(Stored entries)
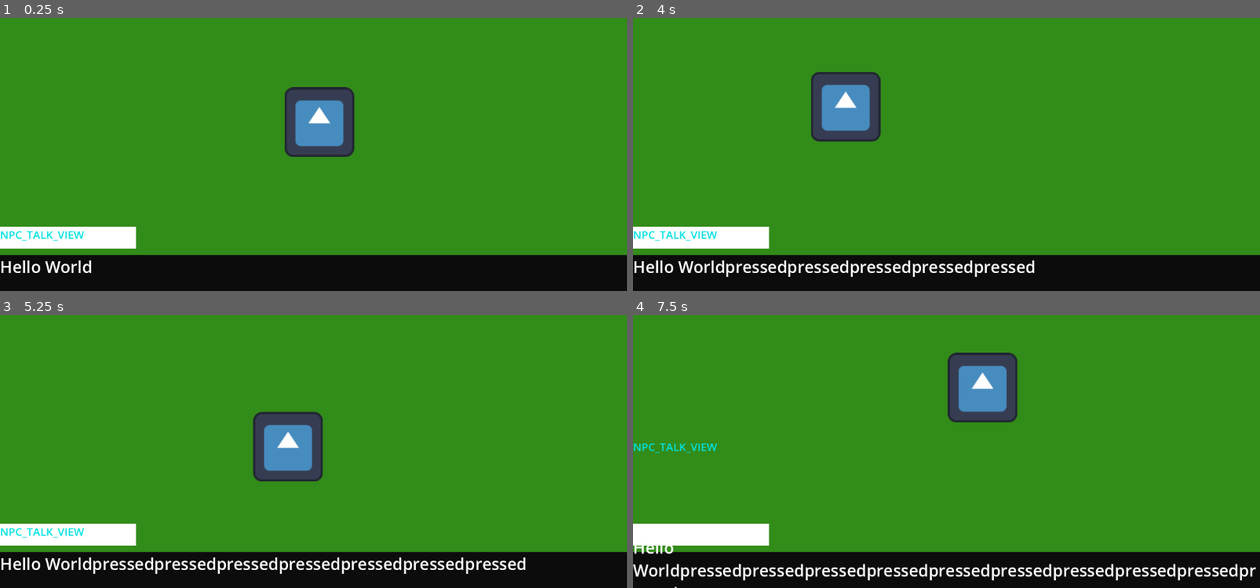
Above: before the commit, frames 1-4 (two rows, left to right).
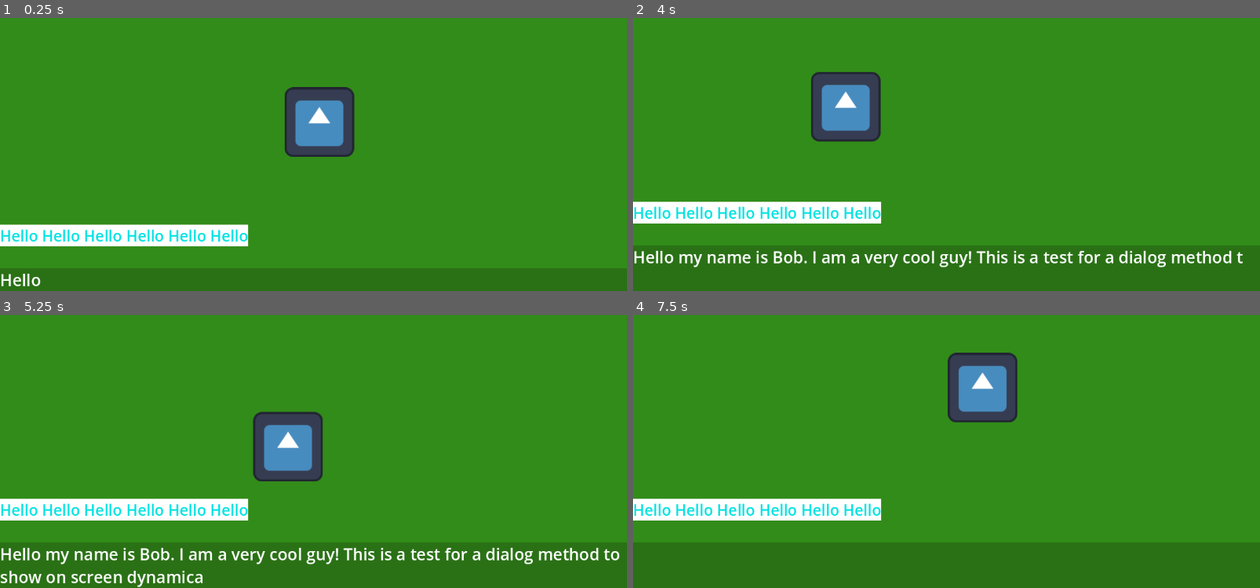
Above: after the commit, the same moments.

Repository: Skyepulse/LudumDare55Matelou
Game: Godot game, scene res://Scenes/mainScene.tscn
Two runs of this game, one before a commit and one after it. Both use one fixed random seed, a clock stepped at 60 frames per second and the inputs below. The engine's default icon, where the game draws it, is replaced by a stand-in: a white triangle on a blue panel in a dark square.
Inputs:
- Up to frame 1 (0.25 s): no input
- Up to frame 2 (4 s): hold D (move_right) 0.53-1.28 s; tap E (interact) at 0.6, 1.55, 2.1, 2.85, 3.8 s; hold S (move_down) 1.28-2.03 s; tap Shift (dash) at 1.35 s; hold D (move_right) 2.03-2.78 s; hold W (move_up) 2.78-3.53 s; hold A (move_left) from 3.53 s (still down); hold Shift (dash) from 3.53 s (still down)
- Up to frame 3 (5.25 s): release Shift (dash) at 4.28 s; tap E (interact) at 4.35, 5.1 s; release A (move_left) at 5.03 s; hold S (move_down) from 5.03 s (still down)
- Up to frame 4 (7.5 s): release S (move_down) at 5.78 s; hold D (move_right) 5.78-6.53 s; tap Shift (dash) at 5.85 s; tap E (interact) at 6.05, 6.6, 7.35 s; hold W (move_up) 6.53-7.28 s; hold D (move_right) from 7.28 s (still down)

The runs differ from the first frame. In frame 1, 16% of the frame differs, in the area x 0-100%, y 75-100%; in frame 2, 21%; in frame 3, 21%; in frame 4, 22%, in the area x 0-100%, y 46-100%.

Commit message:
Dialog show done!

Diff:
--- a/Scenes/npc_talk_view.tscn
+++ b/Scenes/npc_talk_view.tscn
@@ -19,13 +19,15 @@
 
 [node name="NameLabel" type="Label" parent="nameRect"]
 layout_mode = 1
-anchors_preset = 15
-anchor_right = 1.0
-anchor_bottom = 1.0
-grow_horizontal = 2
+anchors_preset = 4
+anchor_top = 0.5
+anchor_bottom = 0.5
+offset_top = -14.0
+offset_right = 172.0
+offset_bottom = 14.0
 grow_vertical = 2
 theme_override_colors/font_color = Color(0, 0.886275, 0.886275, 1)
-theme_override_font_sizes/font_size = 20
+theme_override_font_sizes/font_size = 28
 text = "NamePlaceholder"
 justification_flags = 0
 
@@ -35,16 +37,16 @@
 anchor_top = 1.0
 anchor_right = 1.0
 anchor_bottom = 1.0
-offset_top = -66.0
 grow_horizontal = 2
 grow_vertical = 0
-color = Color(0.0470588, 0.0470588, 0.0470588, 1)
+color = Color(0.0509804, 0.0509804, 0.0509804, 0.211765)
 
 [node name="DialogueLabel" type="RichTextLabel" parent="dialogRect"]
 layout_mode = 1
 anchors_preset = 15
 anchor_right = 1.0
 anchor_bottom = 1.0
+offset_bottom = 33.0
 grow_horizontal = 2
 grow_vertical = 2
 theme_override_font_sizes/normal_font_size = 30
--- a/Scripts/npc.gd
+++ b/Scripts/npc.gd
@@ -7,9 +7,3 @@
 
 func talk():
 	print("Hello World")
-
-func _on_dialogue_label_resized():
-	updateLabelPositions()
-
-func updateLabelPositions():
-	nameLabel.rect_position.y = dialogueLabel.rect_position.y - nameLabel.rect_size.y + OFFSET
--- a/Scripts/npc_talk_view.gd
+++ b/Scripts/npc_talk_view.gd
@@ -2,25 +2,85 @@
 
 var dialogLabel
 var nameLabel
+var dialogRect
+var nameRect
+var dialogTimer:Timer
+var keepDialogTimer:Timer
 const OFFSET = 0
+const DIALOG_SPEED = 0.05
+const DIALOG_KEEP_TIME = 2
+
+var toBeSaidDialog = ""
+var saidDialog = ""
+var currentIndex = 0
 
 # Called when the node enters the scene tree for the first time.
 func _ready():
-	dialogLabel = $dialogRect.get_child(0)
-	nameLabel = $nameRect.get_child(0)
-	dialogLabel.text = "Hello World"
-	nameLabel.text = name
+	dialogRect = $dialogRect
+	nameRect = $nameRect
+	dialogLabel = $dialogRect/DialogueLabel
+	nameLabel = $nameRect/NameLabel
+	dialogLabel.text = ""
+	nameLabel.text = "Hello Hello Hello Hello Hello Hello"
+	initialize_label_position()
 
+	dialogTimer = Timer.new()
+	dialogTimer.set_wait_time(DIALOG_SPEED)
+	dialogTimer.set_one_shot(false)
+	dialogTimer.timeout.connect(on_continue_dialog)
+	add_child(dialogTimer)
+
+	keepDialogTimer = Timer.new()
+	keepDialogTimer.set_wait_time(DIALOG_KEEP_TIME)
+	keepDialogTimer.timeout.connect(on_hide_dialog)
+	add_child(keepDialogTimer)
+
+	talk_dialog("Hello my name is Bob. I am a very cool guy! This is a test for a dialog method to show on screen dynamically!")
+
+func initialize_label_position():
+	var dialogLabelMinSize = dialogLabel.get_minimum_size()
+	dialogRect.set_custom_minimum_size(Vector2(dialogLabelMinSize.x, dialogLabelMinSize.y + OFFSET))
+	nameRect.global_position.y = dialogRect.global_position.y - 2*nameRect.size.y
+	var nameLabelMinSize = nameLabel.get_minimum_size()
+	nameRect.set_custom_minimum_size(Vector2(nameLabelMinSize.x, nameLabelMinSize.y))
 
 func _on_dialogue_label_resized():
 	updateLabelPositions()
 
 func updateLabelPositions():
-	if(dialogLabel == null):
+	if(dialogLabel == null || nameLabel == null):
 		return
-	var dialogLabelHeight = dialogLabel.get_content_height()
-	nameLabel.position.y = dialogLabel.position.y - dialogLabelHeight
+	var dialogLabelMinSize = dialogLabel.get_minimum_size()
+	dialogRect.set_custom_minimum_size(Vector2(dialogLabelMinSize.x, dialogLabelMinSize.y + OFFSET))
+	nameRect.global_position.y = dialogRect.global_position.y - 2*nameRect.size.y
+	var nameLabelMinSize = nameLabel.get_minimum_size()
+	nameRect.set_custom_minimum_size(Vector2(nameLabelMinSize.x, nameLabelMinSize.y))
+
 
 func _process(_delta):
 	if(Input.is_action_just_pressed("interact")):
-		dialogLabel.text += "pressed"
+		dialogLabel.text += " pressed"
+
+
+func talk_dialog(text):
+	toBeSaidDialog = text
+	currentIndex = 0
+	saidDialog = toBeSaidDialog[currentIndex]
+	dialogLabel.text = saidDialog
+	dialogTimer.start()
+
+func on_continue_dialog():
+	if(currentIndex < toBeSaidDialog.length() - 1):
+		currentIndex += 1
+		saidDialog += toBeSaidDialog[currentIndex]
+		dialogLabel.text = saidDialog
+	else:
+		dialogTimer.stop()
+		saidDialog = ""
+		toBeSaidDialog = ""
+		currentIndex = 0
+		keepDialogTimer.start()
+
+func on_hide_dialog():
+	dialogLabel.text = ""
+	keepDialogTimer.stop()

** EXERCISE **
Within the records, the lines containing the string "toBeSaidDialog" are to be counted and their number given without comment.

** WORKED SOLUTION **
6